▸ EXERCISE:
Your answer should repeat every line of the records below in which the word "signal" appears.
━━ RECORDS ━━
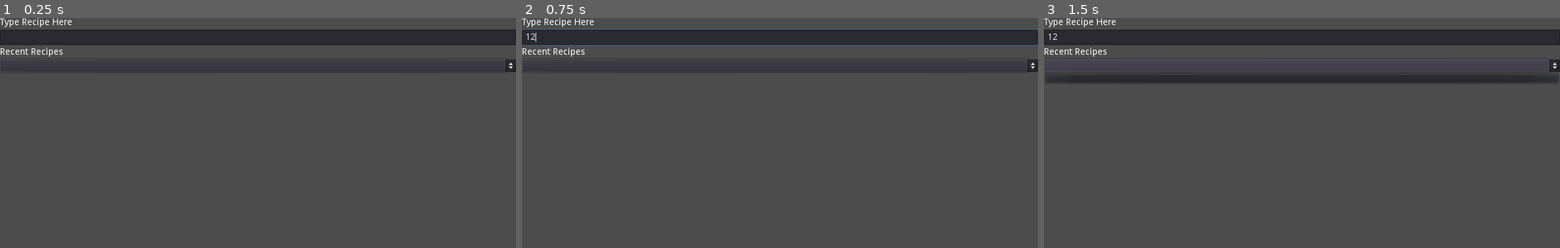
Above: before the commit, frames 1-3 (left to right).
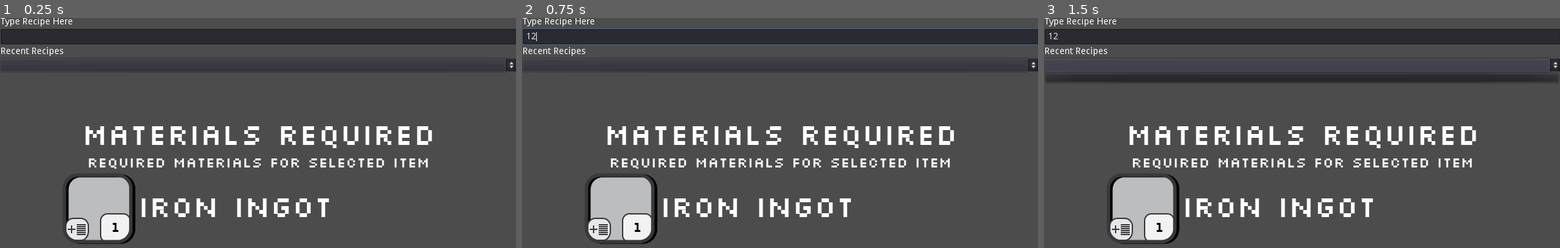
Above: after the commit, the same moments.

Repository: TwitchtvCarbs/MinecraftRecipeCalc
Game: Godot game, scene res://Main.tscn
The game is run twice, just before and just after one commit, with the same random seed, the same clock (stepped at 60 frames per second) and the same inputs. The project has no main scene, so this scene is started directly.
Inputs (mouse positions are in pixels of both pictures, inside the frame that each line leads up to; where the layout moved, square brackets give the same spot in the first picture):
- Up to frame 1 (0.25 s): no input
- Up to frame 2 (0.75 s): click (780, 36) at 0.52 s; type "12" at 0.6 s
- Up to frame 3 (1.5 s): click (1302, 64) [1302, 66] at 1.25 s

The runs differ from the first frame. In frame 1, 9.3% of the frame differs, in the area x 0-100%, y 0-99%; in frame 2, 9.9%; in frame 3, 9.6%.

Commit message:
Added a method that returns the users input in lowercase even when they have typed a capitalized string

Diff:
--- a/GUI/Main.gd
+++ b/GUI/Main.gd
@@ -1,17 +1,13 @@
 extends Node
-
-# class member variables go here, for example:
-# var a = 2
-# var b = "textvar"
 
 func _ready():
 	pass
 
 
 func _on_LineEdit_text_entered(new_text):
-	_getRecipeInfo(new_text)
+	_getRecipeInfo(new_text.to_lower())
 	if !Global_Recipe_Create_Database.recipe_output == "This recipe does not exist!":
-		$VBox/OptionButton.add_item(new_text)
+		$VBox/OptionButton.add_item(new_text.to_lower())
 	pass # replace with function body
 
 
--- a/GUI/Menu_Required_Items/Menu_Required_Items.tscn
+++ b/GUI/Menu_Required_Items/Menu_Required_Items.tscn
@@ -4,10 +4,20 @@
 [ext_resource path="res://GUI/Menu_Required_Items/Default48.tres.theme" type="Theme" id=2]
 [ext_resource path="res://GUI/Menu_Required_Items/Default18.tres.theme" type="Theme" id=3]
 
-[node name="Menu_Required_Items" type="Node"]
+[node name="Menu_Required_Items" type="Control"]
 
+anchor_left = 0.0
+anchor_top = 0.0
+anchor_right = 0.0
+anchor_bottom = 0.0
+rect_pivot_offset = Vector2( 0, 0 )
+rect_clip_content = false
+mouse_filter = 0
+mouse_default_cursor_shape = 0
+size_flags_horizontal = 1
+size_flags_vertical = 1
 script = ExtResource( 1 )
-maxItems = 1
+maxItems = 2
 
 [node name="ColorRect" type="ColorRect" parent="." index="0"]
 
@@ -48,8 +58,8 @@
 anchor_right = 0.0
 anchor_bottom = 0.0
 margin_left = 8.0
-margin_right = 600.0
-margin_bottom = 720.0
+margin_right = 556.0
+margin_bottom = 82.0
 rect_pivot_offset = Vector2( 0, 0 )
 rect_clip_content = false
 mouse_filter = 1
@@ -65,7 +75,7 @@
 anchor_top = 0.0
 anchor_right = 0.0
 anchor_bottom = 0.0
-margin_right = 592.0
+margin_right = 548.0
 margin_bottom = 49.0
 rect_pivot_offset = Vector2( 0, 0 )
 rect_clip_content = false
@@ -88,7 +98,7 @@
 anchor_right = 0.0
 anchor_bottom = 0.0
 margin_top = 53.0
-margin_right = 592.0
+margin_right = 548.0
 margin_bottom = 78.0
 rect_pivot_offset = Vector2( 0, 0 )
 rect_clip_content = false
@@ -111,7 +121,7 @@
 anchor_right = 0.0
 anchor_bottom = 0.0
 margin_top = 82.0
-margin_right = 592.0
+margin_right = 548.0
 margin_bottom = 82.0
 rect_pivot_offset = Vector2( 0, 0 )
 rect_clip_content = false
--- a/Main.tscn
+++ b/Main.tscn
@@ -1,7 +1,9 @@
-[gd_scene load_steps=4 format=2]
+[gd_scene load_steps=6 format=2]
 
 [ext_resource path="res://GUI/Main.gd" type="Script" id=1]
 [ext_resource path="res://GUI/Fonts/slkscr.ttf" type="DynamicFontData" id=2]
+[ext_resource path="res://GUI/Menu_Required_Items/Menu_Required_Items.tscn" type="PackedScene" id=3]
+[ext_resource path="res://GUI/Menu_Required_Items/Menu_Required_Items.gd" type="Script" id=4]
 
 [sub_resource type="DynamicFont" id=1]
 
@@ -21,8 +23,10 @@
 anchor_top = 0.0
 anchor_right = 0.0
 anchor_bottom = 0.0
-margin_right = 40.0
-margin_bottom = 40.0
+margin_left = 1.0
+margin_top = -1.0
+margin_right = 801.0
+margin_bottom = 116.0
 rect_pivot_offset = Vector2( 0, 0 )
 rect_clip_content = false
 mouse_filter = 1
@@ -143,6 +147,25 @@
 max_lines_visible = -1
 _sections_unfolded = [ "custom_colors", "custom_fonts" ]
 
+[node name="Menu_Required_Items" type="Control" parent="VBox" index="5" instance=ExtResource( 3 )]
+
+anchor_left = 0.0
+anchor_top = 0.0
+anchor_right = 0.0
+anchor_bottom = 0.0
+margin_top = 121.0
+margin_right = 800.0
+margin_bottom = 121.0
+rect_pivot_offset = Vector2( 0, 0 )
+rect_clip_content = false
+mouse_filter = 0
+mouse_default_cursor_shape = 0
+size_flags_horizontal = 1
+size_flags_vertical = 1
+script = ExtResource( 4 )
+_sections_unfolded = [ "Rect" ]
+maxItems = 1
+
 [connection signal="text_entered" from="VBox/LineEdit" to="." method="_on_LineEdit_text_entered"]
 
 [connection signal="item_selected" from="VBox/OptionButton" to="." method="_on_OptionButton_item_selected"]
━━━
▸ YOUR SOLUTION:
 [connection signal="text_entered" from="VBox/LineEdit" to="." method="_on_LineEdit_text_entered"]
 [connection signal="item_selected" from="VBox/OptionButton" to="." method="_on_OptionButton_item_selected"]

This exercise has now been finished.